All those promises of money and nary a dollar actually spent. A car salesman's dream - Mike Harris will be dribbling in his trous over that one. Makes one look positively fiscally responsible. Remember the deficit Flaherty told everybody Ontario DIDN'T have before he lost his job at the provincial bourse? He's one guy who could eff-up a tax windfall.

And finally there's the thing about 'real Canadians' like the little white gal sprung from Mexican tyranny, and the 'darkies' who keep on visiting countries where they don't appreciate a good bottle of Crown Royal. Or if they do appreciate it, the gang at the embassy will be buggered if they're going to get it. Or at least the 'darkies' in question and assistance - as opposed to a mediocre rye. 'Harpie' had two of them 'twisting in the wind' - one for the better part of a year at the embassy in Khartoum and the other in a Kenyan slammer for three months. Gosh darn it, we really should 'do somethin' about Canadian passports.

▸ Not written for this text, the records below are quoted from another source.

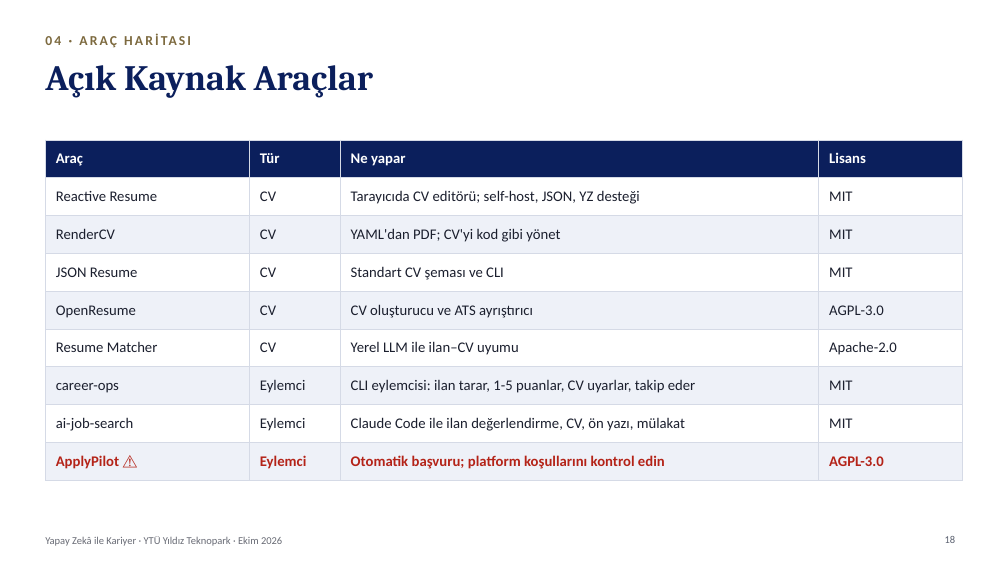
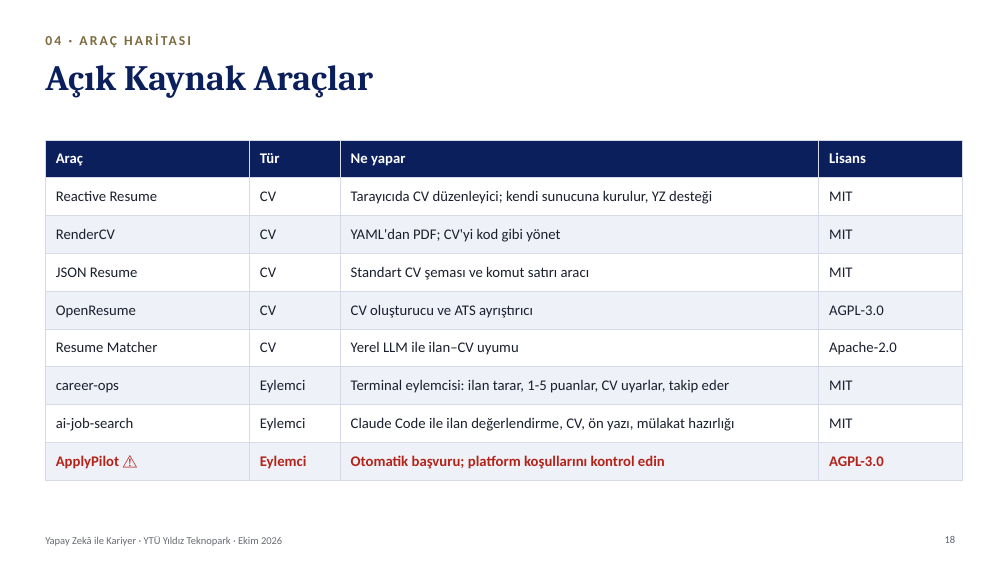
Before and after one commit to kaayra2000/kurslar, a slide deck: slide 18 of sunum/sunum.pptx. Drawn at 1008x567 pixels with LibreOffice and Linux fonts; fonts in the diff are those of the drawing; background and template pictures are left out. Boxes give left, top, right and bottom in pixels: in the first picture for what was removed or moved away, otherwise in the second. Text is boxed around its words. In the diff, an @@ line names an element or a change of style, - is before the commit and + after.

```diff
--- a/sunum/sunum.pptx
+++ b/sunum/sunum.pptx
@@ table at bbox=[45, 140, 963, 473] @@
-row 2, column 3: Tarayıcıda CV editörü; self-host, JSON, YZ desteği
+row 2, column 3: Tarayıcıda CV düzenleyici; kendi sunucuna kurulur, YZ desteği
-row 4, column 3: Standart CV şeması ve CLI
+row 4, column 3: Standart CV şeması ve komut satırı aracı
-row 7, column 3: CLI eylemcisi: ilan tarar, 1-5 puanlar, CV uyarlar, takip eder
+row 7, column 3: Terminal eylemcisi: ilan tarar, 1-5 puanlar, CV uyarlar, takip eder
-row 8, column 3: Claude Code ile ilan değerlendirme, CV, ön yazı, mülakat
+row 8, column 3: Claude Code ile ilan değerlendirme, CV, ön yazı, mülakat hazırlığı
```
Also in this commit, not shown: 17 other slides changed, 3 other files.
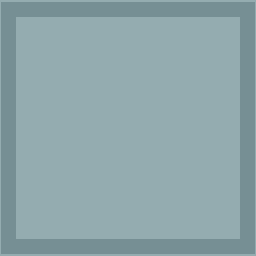
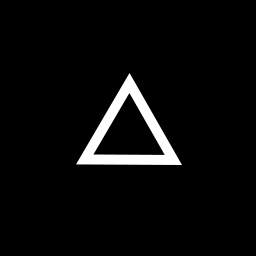
Layer changes from the first 256 x 256 image to the second:
added layer "Powered copy" above "Powered mask" over left=76, top=73, right=182, bottom=165
hid "Rectangle 1", painted on it over left=1, top=2, right=255, bottom=254
hid "Layer 2" over left=0, top=0, right=256, bottom=256
showed "Layer 1", painted on it over left=0, top=0, right=256, bottom=256
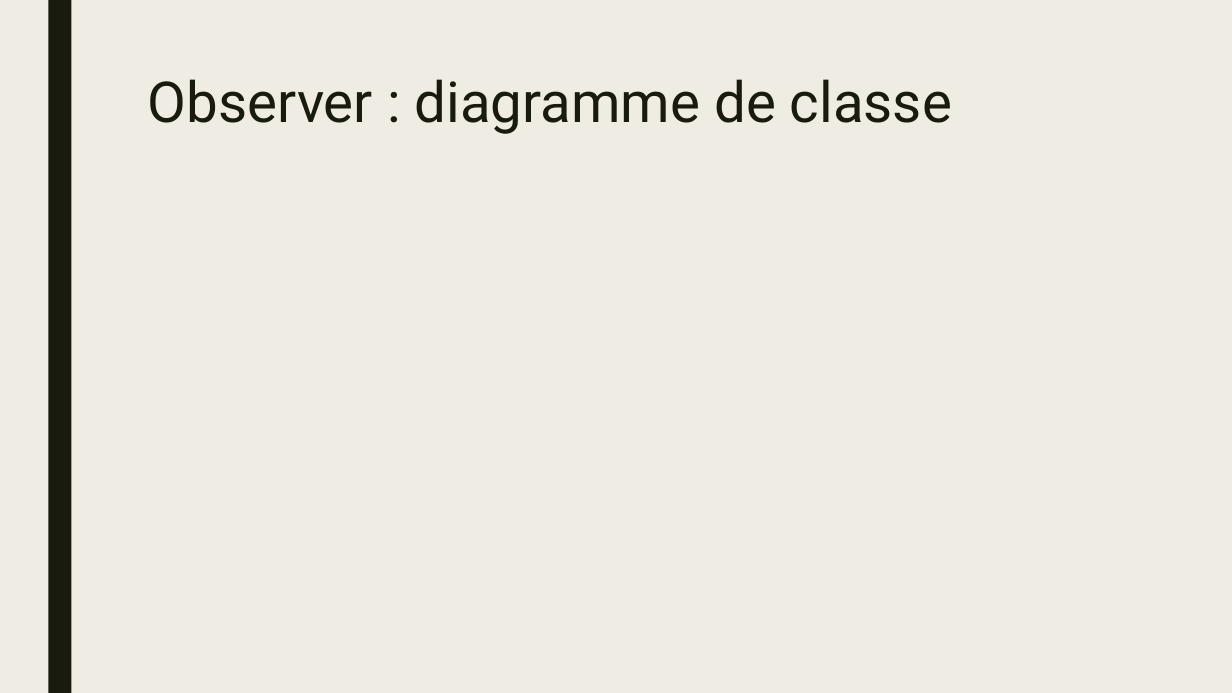
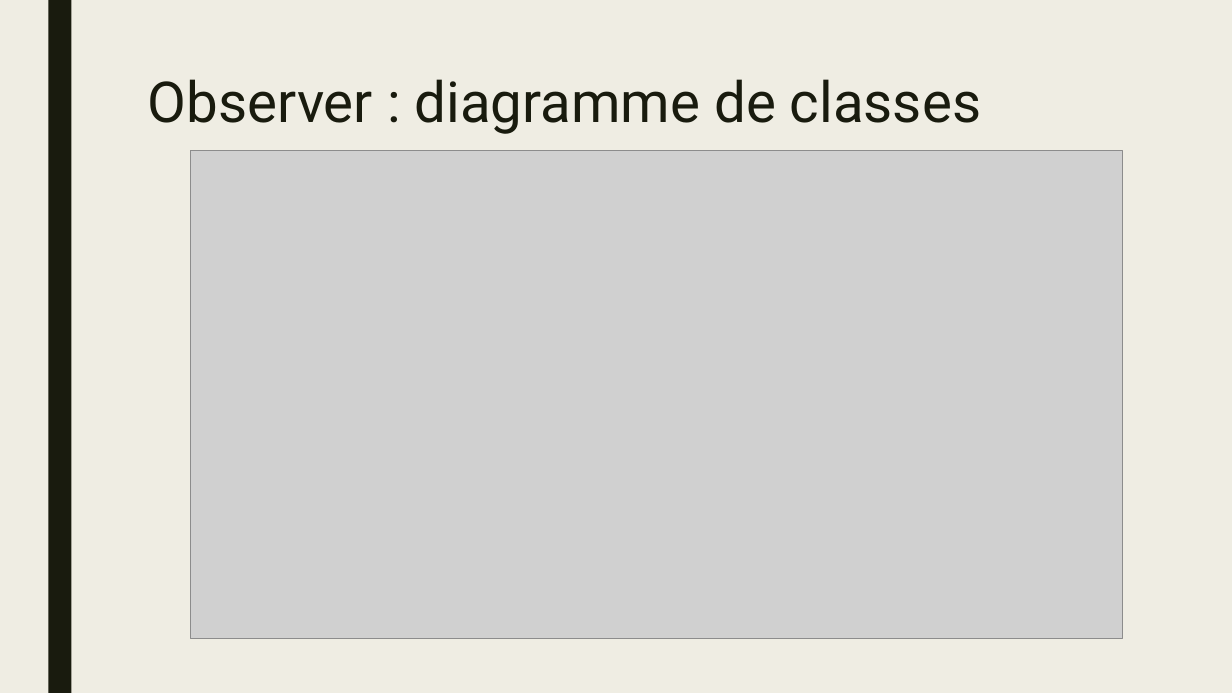
Before and after one commit to klagrassa/observer_dp, a slide deck: slide 5 of presentation.pptx. Drawn at 1232x693 pixels with LibreOffice and Linux fonts; fonts in the diff are those of the drawing; grey boxes stand for pictures. Boxes give left, top, right and bottom in pixels: in the first picture for what was removed or moved away, otherwise in the second. Text is boxed around its words. In the diff, an @@ line names an element or a change of style, - is before the commit and + after.

Commit message:
Classes finished

```diff
--- a/presentation.pptx
+++ b/presentation.pptx
@@ title at [148,79,981,134]: text changed @@
-Observer : diagramme de classe
+Observer : diagramme de classes
@@ picture added at [190,151,1122,639] @@
```
Also in this commit, not shown: 3 other slides changed, 2 slides added, 1 slide removed, 13 other files.
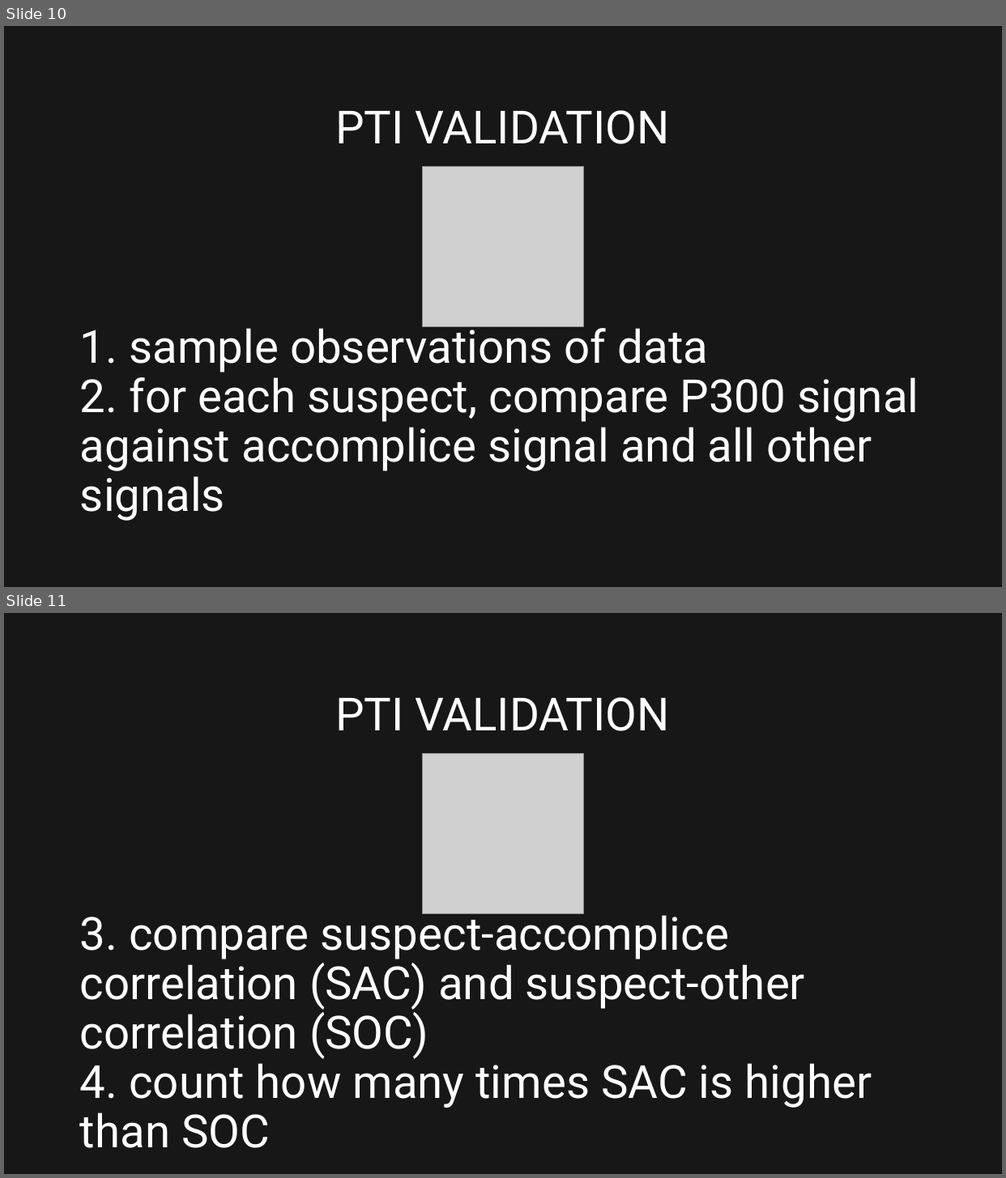
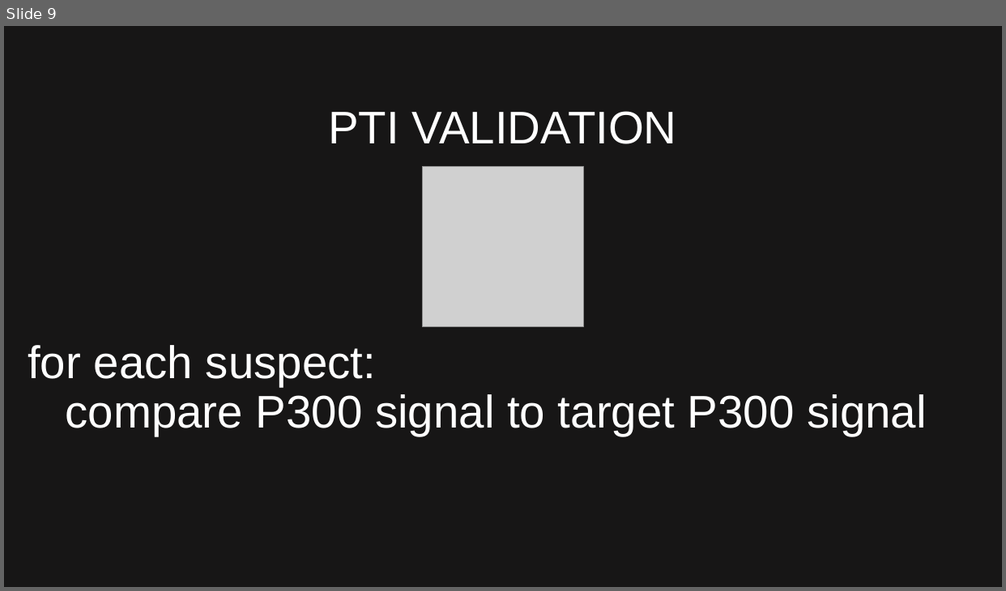
Before and after one commit to sveld03/natHacks, a slide deck: EEG P300 Truth Elicitor.pptx. Shown one above the other, each under a label of ours: slides 10 and 11 before the commit, slide 9 after it. The pictures are 1006x1178 and 1006x591 pixels, drawn with LibreOffice and Linux fonts; fonts in the diff are those of the drawing; grey boxes stand for pictures; background and template pictures are left out. Boxes give left, top, right and bottom in pixels: in the first picture for what was removed or moved away, otherwise in the second. Text is boxed around its words. In the diff, an @@ line names an element or a change of style, - is before the commit and + after.

```diff
--- a/EEG P300 Truth Elicitor.pptx
+++ b/EEG P300 Truth Elicitor.pptx
@@ slide 11 removed at <box>4,613,1002,1174</box>, background picture (left out) @@
@@ title removed at <box>335,697,670,731</box> @@
-PTI VALIDATION
@@ picture removed at <box>423,754,583,914</box> @@
@@ text removed at <box>80,908,872,1148</box> @@
-3. compare suspect-accomplice correlation (SAC) and suspect-other correlation (SOC)
-4. count how many times SAC is higher than SOC
@@ what was slide 10 is now slide 9 @@
@@ slide 9 changed as well @@
@@ title "PTI VALIDATION" at <box>328,111,677,144</box>: font Roboto to Arial @@
@@ text at <box>27,345,926,436</box>: text changed; font Roboto to Arial @@
-1. sample observations of data
-2. for each suspect, compare P300 signal against accomplice signal and all other signals
+for each suspect:
+compare P300 signal to target P300 signal
```
Also in this commit, not shown: 15 other slides changed, 10 slides added, 4 other slides removed.

But why the electo-babble. Why it must have had summat to do with the recent hi-jinks in Afghanistan. That little UN exercise 'only' cost 20 million to run. One might muse that, if the spending was 'up there with what Canada spends replacing it's muffins, or even, lawdy forbid, anything even coming close to 10 percent of what America calls 'paying for democracy', then a different outcome might have been expected in Afghanistan. But that lesson is long lost on North Americans. If even a tenth of what we've spent on bang-bang had been spent on redevelopment another outcome might have been expected. But there are signs of hope all over the place.

The UN chief electoral officer, a nice Canadian boy, wasn't long in declaring the Afghan travesty an 'honest and effective' election. No mention that, although President Karzai is now president-elect with a massive 45.7 percent of the votes cast, only 20 percent of Afghans actually were able (willing?) to cast a vote. This down from a massive 90 percent turn-out back in the days when victory was in the air. The opposition started crying 'stuffed ballots' and other irregularities which are considered S.O.P. in the land that time forgot. Karzai's majority* is reported to be slipping as tabulations continue and the US ambassador, who cut his teeth dealing with rabid Ulstermen, was reported to have had an intense conversation with Karzai.

* The final count seems to be more or less done. With up to 1/3 of Karzai's ballots being tossed as fraudulent, he managed to squeak across the magical 52 percent or whatever number stops the fiasco from having a rerun. They obviously a) found a lot more Karzai ballots or b) dumped as many of the opposition's.